Coûts du gaz naturel
L’azote est l’autre élément fertilisant de base dont les plantes ont besoin. Le phosphate diammonique, le type d’engrais phosphoré le plus populaire dans le monde (et que le Maroc fabrique avec le monoammonium), est composé de 46% de phosphore et 18% d’azote. Le gaz naturel représente au moins 80 % du coût variable des engrais azotés. Cela signifie que le prix du gaz naturel affecte massivement les coûts de production. Mais le pays d’engrais possède peu de ressources en gaz naturel. Et les prix du gaz naturel ont grimpé en flèche.
La manière dont le Maroc gère le lien alimentation-eau-énergie affectera à la fois son propre développement économique et la stabilité des approvisionnements alimentaires à travers le monde.
Quelques réponses
La clé est d’étendre son secteur des énergies renouvelables. Le Maroc détient de considérables ressources solaires et éoliennes. La fabrication d’engrais pourrait être alimentée par des énergies renouvelables, lesquelles pourraient être utilisées dans l’engrais lui-même.
En 2020, la société d’engrais de l’État a couvert 89% de ses besoins énergétiques par la cogénération (production de deux ou plusieurs formes d’énergie à partir d’une seule source de combustible) et de sources d’énergie renouvelables. Son objectif est de couvrir ainsi à terme 100 % de ses besoins énergétiques.
Au lieu d’importer de l’ammoniac dérivé du gaz naturel, le Maroc pourrait produire le sien en utilisant de l’hydrogène produit à partir de ses ressources énergétiques renouvelables nationales.
Selon la société d’État, 31% de ses besoins en eau sont satisfaits par des ressources en eau « non conventionnelles », dont les eaux usées traitées et l’eau de mer dessalée.
La dépendance croissante du Maroc vis-à-vis des usines de dessalement pour satisfaire les besoins industriels, agricoles et résidentiels nécessitera de nouveaux investissements importants dans la production d’électricité à partir de sources d’énergie renouvelables. Les usines de dessalement nécessitent 10 fois la quantité d’énergie pour produire le même volume d’eau qu’un traitement conventionnel des eaux de surface.
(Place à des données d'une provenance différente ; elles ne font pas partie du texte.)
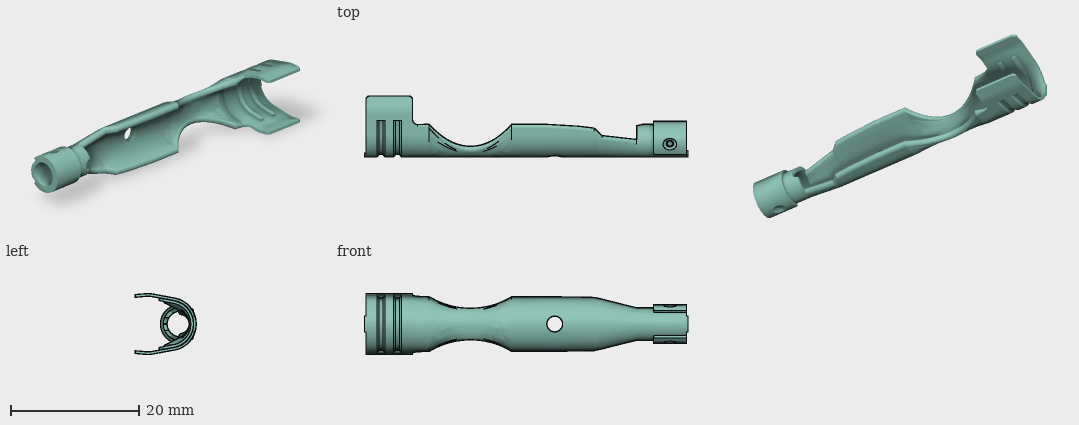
import cadquery as cq
import math


LENGTH = 50.55
WING_HEIGHT = 9.55
HALF_WIDTH = 4.775
END_TAB = 0.2
END_TAB_WIDTH = 2.55
BODY_START = END_TAB
BODY_END = LENGTH - END_TAB

SHEET = 0.45
CHANNEL_RADIUS = 4.15
FLARE = 10.5
LEG_ANGLE = 90 - FLARE
WING_BEND_HEIGHT = 6.8
WING_LEAN = 5.0
WING_END = 7.55
WING_CORNER = 0.6
SHOULDER_FILLET = 0.7
SHOULDER_ARC_RADIUS = 0.75
GRIP_END = 8.3
RIM_AT_GRIP = 5.1

THICK_WALL = 1.1
RIM = 5.15
MIDDLE_START = 10.1
NECK = 16.6
NECK_RADIUS = 3.95
NECK_ANGLE = 33.0
NECK_RIM = 1.7
BARREL_START = 23.0
BARREL_END = 28.3
SLOPE_BREAK = 33.35
RIM_AT_BREAK = 4.85
SLOPE_END = 35.9
RIM_AT_SLOPE_END = 4.55
TAPER_START = 37.1
TAPER_ANGLE = 66.0
TAPER_RIM = 3.4
SIGHT_HOLE_X = 29.7
SIGHT_HOLE_DIAMETER = 2.45

PIN_START = 42.5
PIN_RADIUS = 2.6
PIN_WALL = 0.6
PIN_ENTRY_ANGLE = 78.0
PIN_ENTRY_RIM = 2.8
SEAM_GAP = 0.05
SEAM_CORNER = 0.95

CLIP_START = 45.1
CLIP_WALL = 0.45
CLIP_RADIUS = PIN_RADIUS + CLIP_WALL
CLIP_OPEN_HALF_ANGLE = 45.0
CLIP_CORNER = 0.25
DIMPLE_X = 47.7
DIMPLE_TILT = 11.0
DIMPLE_MOUTH_RADIUS = 1.05
DIMPLE_FLOOR_RADIUS = 0.4
DIMPLE_DEPTH = 0.6

BEAD_POSITIONS = (2.6, 5.15)
SLOT_MOUTH_WIDTH = 1.2
BEAD_WIDTH = 0.65
BEAD_DEPTH = 0.38
BEAD_INNER_DEPTH = 0.85
BEAD_TOP = 5.7

MARGIN = 0.5


def on_arc(radius, depth, angle):
    """Point (y, z) at an angle from the bottom of a floor arc, a depth inside its outer face."""
    reach = radius - depth
    slant = math.radians(angle)
    return radius - reach * math.cos(slant), reach * math.sin(slant)


def along(point, angle, distance):
    """Point moved along the leg that leaves the floor arc at the given angle."""
    slant = math.radians(angle)
    return point[0] + distance * math.sin(slant), point[1] + distance * math.cos(slant)


def mirrored(point):
    return point[0], -point[1]


def cross_section(x):
    """Workplane across the part, whose local axes are global Y and Z."""
    return cq.Workplane("YZ", origin=(x, 0, 0))


def channel_section(x, radius, angle, rim, wall):
    """Wire of a U-shaped section: floor arc, straight legs and half-round rims."""
    slant = math.radians(angle)
    mid_arc_end = on_arc(radius, wall / 2, angle)
    leg = (rim - wall / 2 - mid_arc_end[0]) / math.sin(slant)
    outer = on_arc(radius, 0, angle)
    inner = on_arc(radius, wall, angle)
    outer_tip = along(outer, angle, leg)
    inner_tip = along(inner, angle, leg)
    cap = along(mid_arc_end, angle, leg + wall / 2)
    return (
        cross_section(x)
        .moveTo(*mirrored(outer))
        .threePointArc((0, 0), outer)
        .lineTo(*outer_tip)
        .threePointArc(cap, inner_tip)
        .lineTo(*inner)
        .threePointArc((wall, 0), mirrored(inner))
        .lineTo(*mirrored(inner_tip))
        .threePointArc(mirrored(cap), mirrored(outer_tip))
        .close()
        .val()
    )


def channel(*sections):
    return cq.Workplane(cq.Solid.makeLoft([channel_section(*section) for section in sections]))


def tube(start, end, radius, wall, axis_height):
    """Round tube along X, with its axis at the given height above the floor."""
    return (
        cross_section(start)
        .center(axis_height, 0)
        .circle(radius)
        .circle(radius - wall)
        .extrude(end - start)
    )


def end_tab_block(x):
    """Block that leaves a carrier tab, one tab length long from x, on a curved floor."""
    return cross_section(x).rect(CHANNEL_RADIUS, END_TAB_WIDTH).extrude(END_TAB)


def grip():
    lean = math.radians(FLARE)
    tip_lean = math.radians(WING_LEAN)
    leg_start = on_arc(CHANNEL_RADIUS, 0, LEG_ANGLE)
    leg = (WING_BEND_HEIGHT - leg_start[0]) / math.cos(lean)
    bend = along(leg_start, LEG_ANGLE, leg)
    bend_radius = (HALF_WIDTH - bend[1]) / (1 - math.cos(lean))
    bend_y = bend[0] + bend_radius * math.sin(lean)
    bend_z = HALF_WIDTH - bend_radius

    def wing_half(depth):
        """Arc end, bend start, bend crest, bend end and tip of the face at a depth in the sheet."""
        reach = bend_radius - depth
        bend_end_y = bend_y + reach * math.sin(tip_lean)
        bend_end_z = bend_z + reach * math.cos(tip_lean)
        tip_z = bend_end_z - (WING_HEIGHT - bend_end_y) * math.tan(tip_lean)
        return (
            on_arc(CHANNEL_RADIUS, depth, LEG_ANGLE),
            (bend_y - reach * math.sin(lean), bend_z + reach * math.cos(lean)),
            (bend_y, bend_z + reach),
            (bend_end_y, bend_end_z),
            (WING_HEIGHT, tip_z),
        )

    outer = wing_half(0)
    inner = wing_half(SHEET)
    sheet = (
        cross_section(0)
        .moveTo(*mirrored(outer[0]))
        .threePointArc((0, 0), outer[0])
        .lineTo(*outer[1])
        .threePointArc(outer[2], outer[3])
        .lineTo(*outer[4])
        .lineTo(*inner[4])
        .lineTo(*inner[3])
        .threePointArc(inner[2], inner[1])
        .lineTo(*inner[0])
        .threePointArc((SHEET, 0), mirrored(inner[0]))
        .lineTo(*mirrored(inner[1]))
        .threePointArc(mirrored(inner[2]), mirrored(inner[3]))
        .lineTo(*mirrored(inner[4]))
        .lineTo(*mirrored(outer[4]))
        .lineTo(*mirrored(outer[3]))
        .threePointArc(mirrored(outer[2]), mirrored(outer[1]))
        .close()
        .extrude(GRIP_END)
    )
    side_outline = (
        cq.Workplane("XY")
        .moveTo(BODY_START, -MARGIN)
        .lineTo(GRIP_END, -MARGIN)
        .lineTo(GRIP_END, RIM_AT_GRIP)
        .radiusArc((WING_END, RIM_AT_GRIP + SHOULDER_FILLET), SHOULDER_ARC_RADIUS)
        .lineTo(WING_END, WING_HEIGHT)
        .lineTo(BODY_START, WING_HEIGHT)
        .close()
        .extrude(HALF_WIDTH + MARGIN, both=True)
        .edges("|Z and >Y")
        .fillet(WING_CORNER)
    )
    return sheet.intersect(side_outline.union(end_tab_block(0)))


def sweep_around_grip(x, section):
    """Sweep a section of (offset along X, depth below the outer face) around the grip channel."""
    arc_end = on_arc(CHANNEL_RADIUS, 0, LEG_ANGLE)
    leg = (BEAD_TOP - arc_end[0]) / math.sin(math.radians(LEG_ANGLE))
    top = along(arc_end, LEG_ANGLE, leg)
    path = (
        cross_section(x)
        .moveTo(*mirrored(top))
        .lineTo(*mirrored(arc_end))
        .threePointArc((0, 0), arc_end)
        .lineTo(*top)
    )
    lean = math.radians(FLARE)
    start = cq.Plane(
        origin=(x, top[0], -top[1]), xDir=(1, 0, 0), normal=(0, -math.cos(lean), math.sin(lean))
    )
    return cq.Workplane(start).polyline(section).close().sweep(path)


def bead_slot(x):
    half_mouth = SLOT_MOUTH_WIDTH / 2
    half_bead = BEAD_WIDTH / 2
    return sweep_around_grip(
        x,
        [
            (-half_mouth, -MARGIN),
            (half_mouth, -MARGIN),
            (half_mouth, 0),
            (half_bead, BEAD_DEPTH),
            (half_bead, BEAD_INNER_DEPTH),
            (-half_bead, BEAD_INNER_DEPTH),
            (-half_bead, BEAD_DEPTH),
            (-half_mouth, 0),
        ],
    )


def grip_bead(x):
    half_bead = BEAD_WIDTH / 2
    return sweep_around_grip(
        x,
        [
            (-half_bead, BEAD_DEPTH),
            (half_bead, BEAD_DEPTH),
            (half_bead, BEAD_INNER_DEPTH),
            (-half_bead, BEAD_INNER_DEPTH),
        ],
    )


def middle():
    """Thick-walled channel from the grip, through the neck and the barrel, to the pin."""
    grip_side = (GRIP_END, CHANNEL_RADIUS, LEG_ANGLE, RIM_AT_GRIP, SHEET)
    neck_start = (MIDDLE_START, CHANNEL_RADIUS, LEG_ANGLE, RIM, THICK_WALL)
    neck = (NECK, NECK_RADIUS, NECK_ANGLE, NECK_RIM, THICK_WALL)
    barrel_start = (BARREL_START, CHANNEL_RADIUS, LEG_ANGLE, RIM, THICK_WALL)
    barrel_end = (BARREL_END, CHANNEL_RADIUS, LEG_ANGLE, RIM, THICK_WALL)
    slope_break = (SLOPE_BREAK, CHANNEL_RADIUS, LEG_ANGLE, RIM_AT_BREAK, THICK_WALL)
    slope_end = (SLOPE_END, CHANNEL_RADIUS, LEG_ANGLE, RIM_AT_SLOPE_END, THICK_WALL)
    taper_start = (TAPER_START, CHANNEL_RADIUS, TAPER_ANGLE, TAPER_RIM, THICK_WALL)
    pin_side = (PIN_START, PIN_RADIUS, PIN_ENTRY_ANGLE, PIN_ENTRY_RIM, THICK_WALL)
    return (
        channel(grip_side, neck_start)
        .union(channel(neck_start, neck, barrel_start))
        .union(channel(barrel_start, barrel_end))
        .union(channel(barrel_end, slope_break))
        .union(channel(slope_break, slope_end))
        .union(channel(slope_end, taper_start))
        .union(channel(taper_start, pin_side))
    )


def sight_hole():
    return (
        cq.Workplane("XZ", origin=(SIGHT_HOLE_X, -MARGIN, 0))
        .circle(SIGHT_HOLE_DIAMETER / 2)
        .extrude(-(CHANNEL_RADIUS + MARGIN))
    )


def seam():
    """Slit along the top of the pin, flaring with rounded corners at the pin's start."""
    half_gap = SEAM_GAP / 2
    half_mouth = half_gap + SEAM_CORNER
    corner_end = PIN_START + SEAM_CORNER
    return (
        cq.Workplane("XZ", origin=(0, PIN_RADIUS, 0))
        .moveTo(PIN_START, half_mouth)
        .radiusArc((corner_end, half_gap), SEAM_CORNER)
        .lineTo(LENGTH, half_gap)
        .lineTo(LENGTH, -half_gap)
        .lineTo(corner_end, -half_gap)
        .radiusArc((PIN_START, -half_mouth), SEAM_CORNER)
        .close()
        .extrude(-(PIN_RADIUS + MARGIN))
    )


def dimples():
    """Conical dents on both sides of the clip, reaching through it into the pin."""
    taper = (DIMPLE_MOUTH_RADIUS - DIMPLE_FLOOR_RADIUS) / DIMPLE_DEPTH
    top_radius = DIMPLE_MOUTH_RADIUS + taper * MARGIN
    lean = math.radians(DIMPLE_TILT)
    floor_distance = CLIP_RADIUS - DIMPLE_DEPTH
    cones = cq.Workplane()
    for side in (1, -1):
        outward = cq.Vector(0, -math.sin(lean), side * math.cos(lean))
        floor = cq.Vector(DIMPLE_X, PIN_RADIUS, 0) + outward * floor_distance
        cones = cones.add(
            cq.Solid.makeCone(DIMPLE_FLOOR_RADIUS, top_radius, DIMPLE_DEPTH + MARGIN, floor, outward)
        )
    return cones.combine()


def pin():
    """Rolled tube with a carrier tab on its end and the dents of the clip in its sides."""
    outline = cross_section(PIN_START).rect(4 * PIN_RADIUS, 4 * PIN_RADIUS).extrude(BODY_END - PIN_START)
    outline = outline.union(end_tab_block(BODY_END))
    rolled = tube(PIN_START, LENGTH, PIN_RADIUS, PIN_WALL, PIN_RADIUS)
    return rolled.intersect(outline).cut(seam()).cut(dimples())


def make_terminal():
    slotted_grip = grip()
    for x in BEAD_POSITIONS:
        slotted_grip = slotted_grip.cut(bead_slot(x))
    return slotted_grip.union(middle().cut(sight_hole())).union(pin())


def make_clip():
    """Sleeve around the pin, open towards the floor, with rounded lower corners at its start."""
    opening = math.radians(CLIP_OPEN_HALF_ANGLE)
    reach = 2 * CLIP_RADIUS
    wedge = (
        cross_section(CLIP_START)
        .moveTo(PIN_RADIUS, 0)
        .lineTo(PIN_RADIUS - reach * math.cos(opening), reach * math.sin(opening))
        .lineTo(PIN_RADIUS - reach * math.cos(opening), -reach * math.sin(opening))
        .close()
        .extrude(BODY_END - CLIP_START)
    )
    sleeve = tube(CLIP_START, BODY_END, CLIP_RADIUS, CLIP_WALL, PIN_RADIUS).cut(wedge)
    corners = cq.selectors.BoxSelector(
        (CLIP_START - MARGIN, -MARGIN, -CLIP_RADIUS), (CLIP_START + MARGIN, PIN_RADIUS / 2, CLIP_RADIUS)
    )
    return sleeve.edges("<X").edges("%LINE").edges(corners).fillet(CLIP_CORNER).cut(dimples())


terminal = make_terminal()
clip = make_clip()
beads = [grip_bead(x) for x in BEAD_POSITIONS]

result = cq.Compound.makeCompound(
    [*terminal.solids().vals(), *clip.solids().vals(), *[bead.val() for bead in beads]]
)

Pour soutenir les opérations et développer la production d’ammoniac vert, le Pays-Des-Lions-De-L’Atlas devra trouver un équilibre prudent entre ses exportations d’engrais, ses efforts pour développer ses exportations agricoles à forte valeur ajoutée et l’approvisionnement en eau potable de sa population. En utilisant ses importantes ressources d’énergie solaire pour alimenter la production d’hydrogène vert et d’ammoniac vert, ainsi que le dessalement, le Maroc pourrait échapper au cercle vicieux de la spirale ascendante des prix dans le lien alimentation-énergie-eau.